There have been several instances in which major US banks have been forced to fine their customers for illegally creating accounts without their consent. The Wells Fargo bank settled with regulators for $185 million in 2016 after it was discovered that its employees illegally created 2 million fake accounts to improve cross-selling ratio.

US Bancorp, the fifth largest commercial bank in the United States, has been charged with establishing fraudulent checking and savings accounts, credit cards, and lines of credit without the consent of customers. An investigation spanning five years revealed that employees were pressured to meet sales goals by creating fraudulent checking and savings accounts, credit cards, and lines of credit.US Bank officials had knowledge of employees’ pressure to open fake accounts, and did nothing to stop it, while holding incentive-compensation programs that reward employees for opening new accounts and selling products.

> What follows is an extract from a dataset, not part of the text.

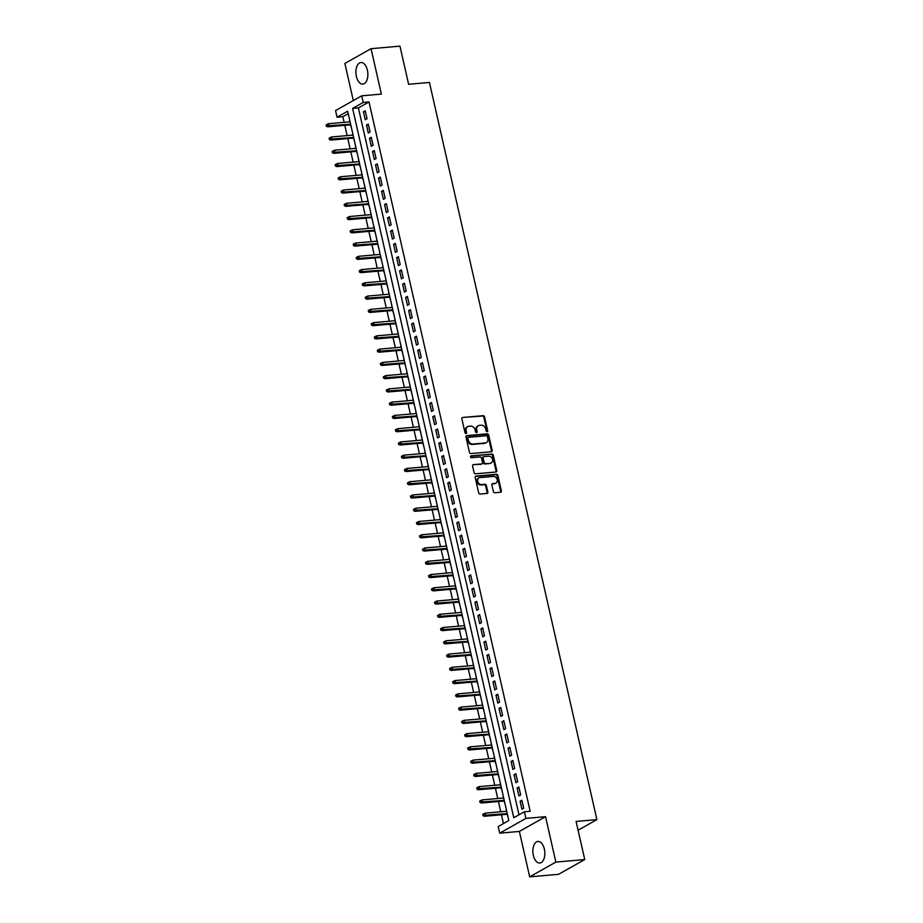 <?xml version="1.0" encoding="UTF-8"?>
<svg xmlns="http://www.w3.org/2000/svg" width="923" height="923" viewBox="0 0 923 923"><rect width="100%" height="100%" fill="white"/><g stroke="black" fill="none" stroke-linecap="round" stroke-linejoin="round"><path stroke-width="1.38" d="M487.102 431.676A0.958 0.773 60.6 0 0 487.69 430.695L484.552 416.873A1.361 1.108 60.6 0 0 483.121 415.673L462.7 417.461A1.361 1.108 60.6 0 0 461.858 418.857L464.996 432.691A0.958 0.773 60.6 0 0 466.588 432.552L466.184 430.764A4.361 3.542 60.6 0 1 467.673 426.645A4.361 3.542 60.6 0 1 468.872 426.276L470.568 426.126A4.361 3.542 60.6 0 1 475.149 429.968L475.553 431.768A0.958 0.773 60.6 0 0 477.145 431.618L476.73 429.83A4.361 3.542 60.6 0 1 478.229 425.722A4.361 3.542 60.6 0 1 479.418 425.353L481.125 425.203A4.361 3.542 60.6 0 1 485.694 429.045L486.109 430.833A0.958 0.773 60.6 0 0 487.102 431.676M486.94 431.676A0.958 0.773 60.6 0 0 486.986 431.099L483.848 417.265A1.361 1.108 60.6 0 0 482.417 416.065L462.7 417.461M465.838 433.522A0.958 0.773 60.6 0 0 465.884 432.945L465.48 431.156L466.184 430.764M476.395 432.599A0.958 0.773 60.6 0 0 476.43 432.022L476.026 430.233L476.73 429.83M544.374 849.125A10.834 5.942 -95 0 0 537.913 841.453A10.834 5.942 -95 0 0 533.332 855.344A10.834 5.942 -95 0 0 539.805 863.017A10.834 5.942 -95 0 0 544.374 849.125M367.4 70.194A10.834 5.942 -95 0 0 360.939 62.51A10.834 5.942 -95 0 0 356.37 76.413A10.834 5.942 -95 0 0 362.831 84.085A10.834 5.942 -95 0 0 367.4 70.194M493.367 491.555A1.361 1.108 60.6 0 0 494.797 492.755L500.52 492.259A1.361 1.108 60.6 0 0 501.362 490.851L497.866 475.495A1.361 1.108 60.6 0 0 496.447 474.295L476.014 476.083A1.361 1.108 60.6 0 0 475.183 477.491L478.668 492.847A1.361 1.108 60.6 0 0 480.098 494.047L487.021 493.436A1.361 1.108 60.6 0 0 487.863 492.04L486.363 485.463A1.361 1.108 60.6 0 0 484.933 484.263L481.506 484.563A3.646 2.954 60.6 0 1 477.86 481.956A3.646 2.954 60.6 0 1 478.922 477.906A3.646 2.954 60.6 0 1 479.925 477.606L493.367 476.43A3.646 2.954 60.6 0 1 497.012 479.037A3.646 2.954 60.6 0 1 495.951 483.087A3.646 2.954 60.6 0 1 494.947 483.387L492.709 483.583A1.361 1.108 60.6 0 0 491.867 484.99L493.367 491.555M524.379 811.779L525.891 818.413L499.712 833.169L498.212 826.535L508.827 820.547L347.671 111.222L337.057 117.209L335.545 110.575L361.724 95.819L363.224 102.453L352.621 108.429L513.776 817.755L524.379 811.779L530.16 811.271L369.004 101.945L363.224 102.453M361.724 95.819L381.372 94.1L371.058 48.688L399.959 46.15L408.612 84.27L429.426 82.447L596.904 819.612L576.09 821.435L584.755 859.555L555.854 862.094L545.539 816.682L525.891 818.413M491.324 451.785A1.361 1.108 60.6 0 0 492.167 450.378L488.671 435.021A1.361 1.108 60.6 0 0 487.252 433.822L466.819 435.61A1.361 1.108 60.6 0 0 465.988 437.017L469.472 452.374A1.361 1.108 60.6 0 0 470.903 453.574L491.324 451.785A1.361 1.108 60.6 0 0 491.463 450.782L487.967 435.425A1.361 1.108 60.6 0 0 486.536 434.225L466.138 436.014M493.274 455.258L496.759 470.615A1.361 1.108 60.6 0 1 495.928 472.022L475.507 473.811A1.361 1.108 60.6 0 1 474.076 472.611L472.576 466.034A1.361 1.108 60.6 0 1 473.418 464.638L481.702 463.911A1.361 1.108 60.6 0 0 482.533 462.504L481.552 458.154A1.361 1.108 60.6 0 0 480.122 456.943L471.491 457.704A0.958 0.773 60.6 0 1 471.076 455.881L491.844 454.058A1.361 1.108 60.6 0 1 493.274 455.258L492.57 455.662L496.055 471.018L496.759 470.615M584.755 859.555L558.588 874.312L529.687 876.85L555.854 862.094M371.058 48.688L344.879 63.445L353.313 100.561M506.427 811.294L506.242 809.194M507.108 814.271L508.019 817.028M503.416 798.026L503.231 795.926M504.096 801.014L505.008 803.771M500.404 784.769L500.22 782.669M501.085 787.757L501.997 790.503M497.393 771.513L497.209 769.413M498.074 774.489L498.985 777.247M494.382 758.256L494.197 756.156M495.051 761.233L495.974 763.99M491.371 744.999L491.174 742.9M492.04 747.976L492.963 750.734M488.359 731.743L488.163 729.643M489.028 734.72L489.951 737.477M485.348 718.475L485.152 716.375M486.017 721.463L486.94 724.22M482.325 705.218L482.141 703.118M483.006 708.206L483.917 710.952M479.314 691.962L479.129 689.862M479.995 694.938L480.906 697.696M476.303 678.705L476.118 676.605M476.983 681.682L477.895 684.439M473.291 665.448L473.107 663.349M473.972 668.425L474.884 671.183M470.28 652.192L470.095 650.092M470.961 655.168L471.872 657.926M467.269 638.924L467.084 636.835M467.949 641.912L468.861 644.669M464.257 625.667L464.073 623.567M464.938 628.655L465.85 631.401M461.246 612.41L461.062 610.311M461.927 615.399L462.838 618.145M458.235 599.154L458.05 597.054M458.904 602.131L459.827 604.888M455.224 585.897L455.027 583.798M455.893 588.874L456.816 591.631M452.212 572.641L452.016 570.541M452.881 575.617L453.804 578.375M449.201 559.373L449.005 557.284M449.87 562.361L450.793 565.118M446.178 546.116L445.994 544.016M446.859 549.104L447.77 551.85M443.167 532.859L442.982 530.76M443.848 535.848L444.759 538.594M440.156 519.603L439.971 517.503M440.836 522.58L441.748 525.337M437.144 506.346L436.96 504.246M437.825 509.323L438.737 512.08M434.133 493.09L433.948 490.99M434.814 496.066L435.725 498.824M431.122 479.833L430.937 477.733M431.802 482.81L432.714 485.567M428.11 466.565L427.926 464.465M428.791 469.553L429.703 472.311M425.099 453.308L424.915 451.209M425.78 456.297L426.691 459.043M422.088 440.052L421.903 437.952M422.757 443.028L423.68 445.786M419.077 426.795L418.88 424.695M419.746 429.772L420.669 432.529M416.065 413.539L415.869 411.439M416.735 416.515L417.658 419.273M413.054 400.282L412.858 398.182M413.723 403.259L414.646 406.016M410.031 387.014L409.847 384.914M410.712 390.002L411.623 392.76M407.02 373.757L406.835 371.657M407.701 376.746L408.612 379.491M404.009 360.501L403.824 358.401M404.689 363.477L405.601 366.235M400.997 347.244L400.813 345.144M401.678 350.221L402.59 352.978M397.986 333.988L397.801 331.888M398.667 336.964L399.578 339.722M394.975 320.731L394.79 318.631M395.655 323.708L396.567 326.465M391.963 307.463L391.779 305.363M392.644 310.451L393.556 313.209M388.952 294.206L388.768 292.106M389.633 297.194L390.544 299.94M385.941 280.95L385.756 278.85M386.61 283.926L387.533 286.684M382.93 267.693L382.733 265.593M383.599 270.67L384.522 273.427M379.918 254.436L379.722 252.337M380.588 257.413L381.511 260.171M376.907 241.18L376.711 239.08M377.576 244.157L378.499 246.914M373.884 227.912L373.7 225.812M374.565 230.9L375.476 233.657M370.873 214.655L370.688 212.555M371.554 217.643L372.465 220.389M367.862 201.399L367.677 199.299M368.542 204.375L369.454 207.133M364.85 188.142L364.666 186.042M365.531 191.119L366.443 193.876M361.839 174.885L361.654 172.786M362.52 177.862L363.431 180.62M358.828 161.629L358.643 159.529M359.509 164.606L360.42 167.363M355.816 148.361L355.632 146.261M356.497 151.349L357.409 154.106M352.805 135.104L352.621 133.004M353.486 138.092L354.397 140.838M367.042 118.755L365.231 110.806L363.466 111.798L365.277 119.748L367.042 118.755M370.054 132.012L368.242 124.063L366.477 125.055L368.289 133.016L370.054 132.012M373.065 145.269L371.265 137.319L369.488 138.312L371.3 146.272L373.065 145.269M376.076 158.525L374.276 150.576L372.5 151.568L374.311 159.529L376.076 158.525M379.088 171.793L377.288 163.833L375.511 164.836L377.322 172.786L379.088 171.793M382.099 185.05L380.299 177.089L378.534 178.093L380.334 186.042L382.099 185.05M385.122 198.307L383.31 190.346L381.545 191.349L383.345 199.299L385.122 198.307M388.133 211.563L386.322 203.614L384.556 204.606L386.356 212.567L388.133 211.563M391.144 224.82L389.333 216.87L387.568 217.863L389.368 225.823L391.144 224.82M394.156 238.076L392.344 230.127L390.579 231.119L392.39 239.08L394.156 238.076M397.167 251.344L395.356 243.384L393.59 244.387L395.402 252.337L397.167 251.344M400.178 264.601L398.367 256.64L396.602 257.644L398.413 265.593L400.178 264.601M403.189 277.858L401.378 269.897L399.613 270.901L401.424 278.85L403.189 277.858M406.201 291.114L404.389 283.165L402.624 284.157L404.436 292.118L406.201 291.114M409.212 304.371L407.412 296.421L405.635 297.414L407.447 305.375L409.212 304.371M412.223 317.627L410.423 309.678L408.647 310.67L410.458 318.631L412.223 317.627M415.235 330.896L413.435 322.935L411.658 323.938L413.469 331.888L415.235 330.896M418.246 344.152L416.446 336.191L414.681 337.195L416.481 345.144L418.246 344.152M421.269 357.409L419.457 349.448L417.692 350.452L419.492 358.401L421.269 357.409M424.28 370.665L422.469 362.716L420.703 363.708L422.503 371.669L424.28 370.665M427.291 383.922L425.48 375.973L423.715 376.965L425.515 384.926L427.291 383.922M430.303 397.178L428.491 389.229L426.726 390.221L428.537 398.182L430.303 397.178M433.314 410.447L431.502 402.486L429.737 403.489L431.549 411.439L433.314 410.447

After investigating the bank, the CFBP found evidence that it was aware of its employees opening accounts without customers’ permission, and that measures were not taken to prevent and detect them. Regulations found that employees opened deposit accounts, credit cards and lines of credit that carried high interest rates and costly fees that were passed on to customers through the bank’s sales campaigns.

Aside from having to close unauthorized accounts, customers have also had to deal with consequences that stemmed from those accounts, including seeking a refund for improper charges. According to the CFPB, US Bank violated the Consumer Financial Protection Act, the Fair Credit Reporting Act, the Truth in Lending Act, and the Truth in Savings Act.